Honey-Lime Glazed Salmon with Coconut Rice

 



If you’re looking for a dish that’s as refreshing as it is flavorful, this Honey-Lime Glazed Salmon with Coconut Rice is a showstopper. It perfectly balances sweet, tangy, and savory notes — with tender salmon coated in a sticky honey-lime glaze served over rich, aromatic coconut rice. This is a simple yet elegant meal that tastes like something from a seaside restaurant but can be made easily at home.

Ingredients

For the Salmon:
  • 4 salmon fillets (about 6 oz each)
  • 2 tablespoons olive oil
  • 3 tablespoons honey
  • Juice and zest of 2 limes
  • 2 cloves garlic, minced
  • 1 tablespoon soy sauce
  • ½ teaspoon ground ginger
  • Salt and freshly cracked black pepper, to taste
  • Fresh cilantro and lime wedges, for garnish

For the Coconut Rice:
  • 1 cup jasmine rice
  • 1 cup coconut milk (full-fat or light)
  • 1 cup water
  • 1 tablespoon unsalted butter or coconut oil
  • ½ teaspoon salt
  • 1 teaspoon sugar (optional, enhances coconut flavor)
 
Instructions
  • Prepare the Coconut Rice:
In a medium saucepan, combine rice, coconut milk, water, butter, salt, and sugar.

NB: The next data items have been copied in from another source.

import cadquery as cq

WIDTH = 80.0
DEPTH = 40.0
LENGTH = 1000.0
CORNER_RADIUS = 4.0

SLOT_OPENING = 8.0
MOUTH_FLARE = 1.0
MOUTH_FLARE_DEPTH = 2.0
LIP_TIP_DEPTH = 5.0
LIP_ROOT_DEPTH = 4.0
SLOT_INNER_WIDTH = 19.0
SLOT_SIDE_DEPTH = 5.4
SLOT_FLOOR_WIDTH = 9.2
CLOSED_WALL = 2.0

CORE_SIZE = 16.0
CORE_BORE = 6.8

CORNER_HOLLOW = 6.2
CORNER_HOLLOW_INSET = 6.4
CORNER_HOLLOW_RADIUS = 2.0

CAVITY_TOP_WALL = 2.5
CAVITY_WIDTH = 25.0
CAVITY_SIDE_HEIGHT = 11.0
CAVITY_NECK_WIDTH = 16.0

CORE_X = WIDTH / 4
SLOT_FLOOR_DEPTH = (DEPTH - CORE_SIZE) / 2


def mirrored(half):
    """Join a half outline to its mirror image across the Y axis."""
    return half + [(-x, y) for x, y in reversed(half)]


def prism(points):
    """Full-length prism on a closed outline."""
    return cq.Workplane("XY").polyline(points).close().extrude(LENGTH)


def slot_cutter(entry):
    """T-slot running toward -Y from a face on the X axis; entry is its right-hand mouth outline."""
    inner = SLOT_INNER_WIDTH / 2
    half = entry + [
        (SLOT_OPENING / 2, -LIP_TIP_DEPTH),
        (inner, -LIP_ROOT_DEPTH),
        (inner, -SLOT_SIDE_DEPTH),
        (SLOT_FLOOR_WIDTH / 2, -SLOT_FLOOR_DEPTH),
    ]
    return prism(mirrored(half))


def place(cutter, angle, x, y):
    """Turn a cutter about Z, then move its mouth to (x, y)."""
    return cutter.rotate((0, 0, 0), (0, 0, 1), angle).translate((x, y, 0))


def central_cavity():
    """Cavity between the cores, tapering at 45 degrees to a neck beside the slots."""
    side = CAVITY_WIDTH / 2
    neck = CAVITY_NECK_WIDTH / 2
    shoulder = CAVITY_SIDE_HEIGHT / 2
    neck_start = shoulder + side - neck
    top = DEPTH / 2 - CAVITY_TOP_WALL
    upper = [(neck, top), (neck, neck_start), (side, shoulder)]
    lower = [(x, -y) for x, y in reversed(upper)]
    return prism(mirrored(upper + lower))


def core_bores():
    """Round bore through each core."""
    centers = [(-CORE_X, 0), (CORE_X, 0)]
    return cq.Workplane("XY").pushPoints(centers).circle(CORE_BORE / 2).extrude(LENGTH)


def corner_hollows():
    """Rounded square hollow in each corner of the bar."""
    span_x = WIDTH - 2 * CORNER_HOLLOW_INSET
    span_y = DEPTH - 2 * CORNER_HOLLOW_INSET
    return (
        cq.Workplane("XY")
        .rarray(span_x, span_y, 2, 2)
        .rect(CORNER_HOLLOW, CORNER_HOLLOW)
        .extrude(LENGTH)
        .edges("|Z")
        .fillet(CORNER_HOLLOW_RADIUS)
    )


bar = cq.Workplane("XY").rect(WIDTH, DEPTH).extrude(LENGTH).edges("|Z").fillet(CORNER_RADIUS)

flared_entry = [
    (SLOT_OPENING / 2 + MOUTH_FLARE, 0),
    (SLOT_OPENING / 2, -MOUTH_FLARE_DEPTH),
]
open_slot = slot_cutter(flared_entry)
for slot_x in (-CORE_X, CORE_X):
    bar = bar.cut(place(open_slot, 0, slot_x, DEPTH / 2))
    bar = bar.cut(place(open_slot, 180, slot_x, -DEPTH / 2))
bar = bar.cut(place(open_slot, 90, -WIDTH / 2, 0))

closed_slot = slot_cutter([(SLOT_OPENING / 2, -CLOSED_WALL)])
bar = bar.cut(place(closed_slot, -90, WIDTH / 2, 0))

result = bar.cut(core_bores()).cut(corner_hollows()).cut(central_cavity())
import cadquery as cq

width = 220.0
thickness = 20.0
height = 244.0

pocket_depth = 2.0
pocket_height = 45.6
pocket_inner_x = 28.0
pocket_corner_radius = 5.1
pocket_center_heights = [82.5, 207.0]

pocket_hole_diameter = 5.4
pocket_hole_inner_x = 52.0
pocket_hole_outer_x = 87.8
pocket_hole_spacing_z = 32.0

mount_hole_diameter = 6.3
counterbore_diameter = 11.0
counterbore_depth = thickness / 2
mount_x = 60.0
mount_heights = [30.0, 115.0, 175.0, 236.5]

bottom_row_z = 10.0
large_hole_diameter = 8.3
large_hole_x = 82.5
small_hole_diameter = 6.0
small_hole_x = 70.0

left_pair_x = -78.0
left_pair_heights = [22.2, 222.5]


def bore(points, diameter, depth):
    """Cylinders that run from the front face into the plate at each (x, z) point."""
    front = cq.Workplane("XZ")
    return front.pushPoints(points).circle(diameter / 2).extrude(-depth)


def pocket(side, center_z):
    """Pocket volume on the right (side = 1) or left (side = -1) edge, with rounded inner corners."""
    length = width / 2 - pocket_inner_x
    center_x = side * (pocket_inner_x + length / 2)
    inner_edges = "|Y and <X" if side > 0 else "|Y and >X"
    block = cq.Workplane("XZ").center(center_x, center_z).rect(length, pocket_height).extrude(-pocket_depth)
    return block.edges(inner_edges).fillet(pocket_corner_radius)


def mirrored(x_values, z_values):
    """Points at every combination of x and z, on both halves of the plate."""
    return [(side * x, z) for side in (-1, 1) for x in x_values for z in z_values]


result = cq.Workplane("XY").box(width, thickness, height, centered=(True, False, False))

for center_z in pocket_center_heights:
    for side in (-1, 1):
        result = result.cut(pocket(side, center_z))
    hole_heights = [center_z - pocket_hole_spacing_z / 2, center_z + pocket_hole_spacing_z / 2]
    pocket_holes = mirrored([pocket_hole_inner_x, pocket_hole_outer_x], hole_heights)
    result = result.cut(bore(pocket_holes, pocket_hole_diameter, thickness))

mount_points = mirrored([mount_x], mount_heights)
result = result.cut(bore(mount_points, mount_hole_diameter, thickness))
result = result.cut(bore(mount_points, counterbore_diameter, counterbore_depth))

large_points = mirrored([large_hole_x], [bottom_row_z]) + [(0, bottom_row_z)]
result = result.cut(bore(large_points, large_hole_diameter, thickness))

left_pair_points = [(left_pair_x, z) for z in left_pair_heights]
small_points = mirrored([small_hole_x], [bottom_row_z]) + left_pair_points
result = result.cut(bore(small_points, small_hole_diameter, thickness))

Bring to a gentle boil, then reduce the heat to low. Cover and simmer for 15 minutes, or until the liquid is absorbed and the rice is tender. Remove from heat and let it sit, covered, for 5 minutes. Fluff with a fork before serving. 
  • Make the Honey-Lime Glaze:
In a small bowl, whisk together honey, lime juice, lime zest, garlic, soy sauce, and ginger. Taste and adjust — add more honey for sweetness or more lime for brightness.

  • Cook the Salmon:
Pat the salmon fillets dry and season both sides with salt and pepper. Heat olive oil in a large skillet over medium-high heat. Add salmon, skin-side down if applicable, and cook for about 3–4 minutes per side, depending on thickness.
  • Glaze the Salmon:
Once the salmon is nearly cooked through, pour the honey-lime glaze into the pan. Let it simmer and bubble, spooning the glaze over the fish as it thickens and caramelizes slightly, coating the fillets beautifully.
  • Assemble the Dish:
Spoon a generous portion of coconut rice onto each plate. Place a salmon fillet on top and drizzle with extra glaze from the pan. Garnish with fresh cilantro and lime wedges for a pop of color and flavor.
 
Final Thoughts

This Honey-Lime Glazed Salmon with Coconut Rice is pure comfort with a tropical twist. The creamy, subtly sweet rice pairs beautifully with the tangy, caramelized salmon — creating a balance that feels both comforting and exotic. It’s a meal that’s quick enough for weeknights but elegant enough for guests.
 
Tips for Success
  • Use fresh lime juice for the brightest flavor — bottled juice can taste dull.
  • Don’t overcook the salmon. It should flake easily but stay moist in the center.
  • For extra richness, stir a tablespoon of shredded coconut into the rice before serving.
  • Want a bit of spice? Add a pinch of red pepper flakes or a drizzle of chili oil to the glaze.